Respondent contends, however, that even if railroads may seek
the aid of the NLRB, it was not required to do so in this case,
because petitioners' conduct was neither protected by § 7 nor
prohibited by § 8(b)(4) of the Labor Management Relations Act. As
we noted earlier, respondent's amended complaint alleged violations
of the Act. Whether the Act was violated or whether, as respondent
now claims, it was not, is, of course, a question for the Board to
determine. Even if petitioners' conduct is not prohibited by § 8 of
the Act, it may come within the protection of § 7, in which case
the State was not free to enjoin the conduct. In any event, the
Board's jurisdiction in the circumstances of this case is clearly
settled by this Court's recent decision in
Weber v.
Anheuser-Busch, Inc., 348 U. S. 468,
348 U. S.
481:
"But where the moving party itself alleges unfair labor
practices, where the facts reasonably bring the controversy within
the sections prohibiting these practices, and where the conduct, if
not prohibited by the federal Act, may be reasonably deemed to come
within the protection afforded by that Act, the state court must
decline jurisdiction in deference to the tribunal which Congress
has selected for determining such issues in the first
instance."
We therefore hold that the question presented by the facts in
this case brings it within the jurisdiction of the NLRB, whose
jurisdiction is exclusive, and the respondent railroad may seek any
remedy it may have before said Board.
The judgment is
Reversed.
[
Footnote 1]
Section 8(b)(4)(A) provides:
"(b) It shall be an unfair labor practice for a labor
organization or its agents --"
"
* * * *"
"(4) to engage in, or to induce or encourage the employees of
any employer to engage in, a strike or a concerted refusal in the
course of their employment to use, manufacture, process, transport,
or otherwise handle or work on any goods, articles, materials, or
commodities or to perform any services, where an object thereof is:
(A) forcing or requiring any employer or self-employed person to
join any labor or employer organization or any employer or other
person to cease using, selling, handling, transporting, or
otherwise dealing in the products of any other producer, processor,
or manufacturer, or to cease doing business with any other person;
. . ."
61 Stat. 141, 29 U.S.C. § 158(b)(4)(A).
[
Footnote 2]
Garner v.

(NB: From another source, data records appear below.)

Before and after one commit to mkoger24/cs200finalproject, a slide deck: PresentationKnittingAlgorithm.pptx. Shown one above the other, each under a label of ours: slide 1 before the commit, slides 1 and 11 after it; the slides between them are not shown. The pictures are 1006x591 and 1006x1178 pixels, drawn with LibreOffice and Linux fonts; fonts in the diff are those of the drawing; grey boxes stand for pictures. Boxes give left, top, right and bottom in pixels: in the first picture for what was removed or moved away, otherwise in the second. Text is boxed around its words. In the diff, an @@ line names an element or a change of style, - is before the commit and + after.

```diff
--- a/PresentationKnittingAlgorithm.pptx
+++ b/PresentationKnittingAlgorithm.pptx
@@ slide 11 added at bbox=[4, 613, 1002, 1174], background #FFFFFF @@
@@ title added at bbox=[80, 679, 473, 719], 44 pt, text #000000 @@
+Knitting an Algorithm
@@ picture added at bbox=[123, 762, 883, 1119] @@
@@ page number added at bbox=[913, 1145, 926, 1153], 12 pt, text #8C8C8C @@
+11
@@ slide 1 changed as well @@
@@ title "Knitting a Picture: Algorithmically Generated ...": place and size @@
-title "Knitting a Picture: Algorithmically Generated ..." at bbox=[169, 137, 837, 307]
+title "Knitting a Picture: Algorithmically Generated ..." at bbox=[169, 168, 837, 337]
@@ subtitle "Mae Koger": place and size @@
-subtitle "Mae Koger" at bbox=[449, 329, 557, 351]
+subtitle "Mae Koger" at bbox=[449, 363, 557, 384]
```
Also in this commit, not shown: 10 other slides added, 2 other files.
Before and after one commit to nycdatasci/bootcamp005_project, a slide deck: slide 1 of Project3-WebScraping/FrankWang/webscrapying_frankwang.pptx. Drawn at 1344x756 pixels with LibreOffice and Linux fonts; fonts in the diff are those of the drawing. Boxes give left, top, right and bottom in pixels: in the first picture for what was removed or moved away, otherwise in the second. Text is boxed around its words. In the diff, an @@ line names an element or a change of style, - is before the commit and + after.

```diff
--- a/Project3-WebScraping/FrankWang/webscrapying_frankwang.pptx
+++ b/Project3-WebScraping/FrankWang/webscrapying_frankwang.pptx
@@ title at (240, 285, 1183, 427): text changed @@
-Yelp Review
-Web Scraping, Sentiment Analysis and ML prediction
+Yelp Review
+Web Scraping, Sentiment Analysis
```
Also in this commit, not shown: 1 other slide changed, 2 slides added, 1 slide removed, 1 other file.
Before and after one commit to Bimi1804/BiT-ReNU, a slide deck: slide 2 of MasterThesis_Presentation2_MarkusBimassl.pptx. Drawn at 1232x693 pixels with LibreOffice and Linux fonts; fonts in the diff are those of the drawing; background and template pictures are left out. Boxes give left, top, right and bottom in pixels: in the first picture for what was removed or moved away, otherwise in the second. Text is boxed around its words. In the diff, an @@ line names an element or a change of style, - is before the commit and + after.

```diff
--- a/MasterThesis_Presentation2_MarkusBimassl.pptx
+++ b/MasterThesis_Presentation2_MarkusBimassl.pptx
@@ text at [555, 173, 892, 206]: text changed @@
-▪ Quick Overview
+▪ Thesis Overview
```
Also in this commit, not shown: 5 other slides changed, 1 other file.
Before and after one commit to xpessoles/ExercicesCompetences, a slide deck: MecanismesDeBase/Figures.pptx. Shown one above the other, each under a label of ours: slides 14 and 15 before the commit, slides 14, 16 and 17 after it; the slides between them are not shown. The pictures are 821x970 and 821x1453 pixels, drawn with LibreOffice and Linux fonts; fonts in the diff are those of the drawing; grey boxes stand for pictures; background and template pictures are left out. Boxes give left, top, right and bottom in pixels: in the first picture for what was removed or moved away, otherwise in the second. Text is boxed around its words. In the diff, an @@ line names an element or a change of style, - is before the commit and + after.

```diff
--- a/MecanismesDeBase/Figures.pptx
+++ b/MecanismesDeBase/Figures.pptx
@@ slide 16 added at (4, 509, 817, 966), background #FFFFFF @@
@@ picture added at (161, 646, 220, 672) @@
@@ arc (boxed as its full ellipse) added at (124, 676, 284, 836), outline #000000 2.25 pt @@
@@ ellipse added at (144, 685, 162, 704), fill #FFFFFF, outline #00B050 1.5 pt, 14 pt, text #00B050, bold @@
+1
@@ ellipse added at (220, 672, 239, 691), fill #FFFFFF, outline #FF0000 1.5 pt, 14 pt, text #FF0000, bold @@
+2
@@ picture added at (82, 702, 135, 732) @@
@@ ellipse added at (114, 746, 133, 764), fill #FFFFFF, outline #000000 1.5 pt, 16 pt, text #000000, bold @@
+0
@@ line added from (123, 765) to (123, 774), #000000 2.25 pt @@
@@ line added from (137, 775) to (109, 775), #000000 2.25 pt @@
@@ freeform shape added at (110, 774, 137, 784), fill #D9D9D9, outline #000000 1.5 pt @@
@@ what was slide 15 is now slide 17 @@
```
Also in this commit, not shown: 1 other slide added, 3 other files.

Teamsters Union, 346 U.
S. 485;
Weber v. Anheuser-Busch, Inc.,
348 U. S. 468.
[
Footnote 3]
"SEC. 2. When used in this Act --"
"
* * * *"
"(2) The term 'employer' includes any person acting as an agent
of an employer, directly or indirectly, but shall not include the
United States or any wholly owned Government corporation, or any
Federal Reserve Bank, or any State or political subdivision
thereof, or any corporation or association operating a hospital, if
no part of the net earnings inures to the benefit of any private
shareholder or individual, or any person subject to the Railway
Labor Act, as amended from time to time, or any labor organization
(other than when acting as an employer), or anyone acting in the
capacity of officer or agent of such labor organization."
[
Footnote 4]
44 Stat. 577, as amended, 45 U.S.C. § 151.
[
Footnote 5]
29 CFR, 1955 Cum.Supp., § 102.9. The Act defines "person" as
follows:
"SEC. 2. When used in this Act --"
"(1) The term 'person' includes one or more individuals, labor
organizations, partnerships, associations, corporations, legal
representatives, trustees, trustees in bankruptcy, or
receivers."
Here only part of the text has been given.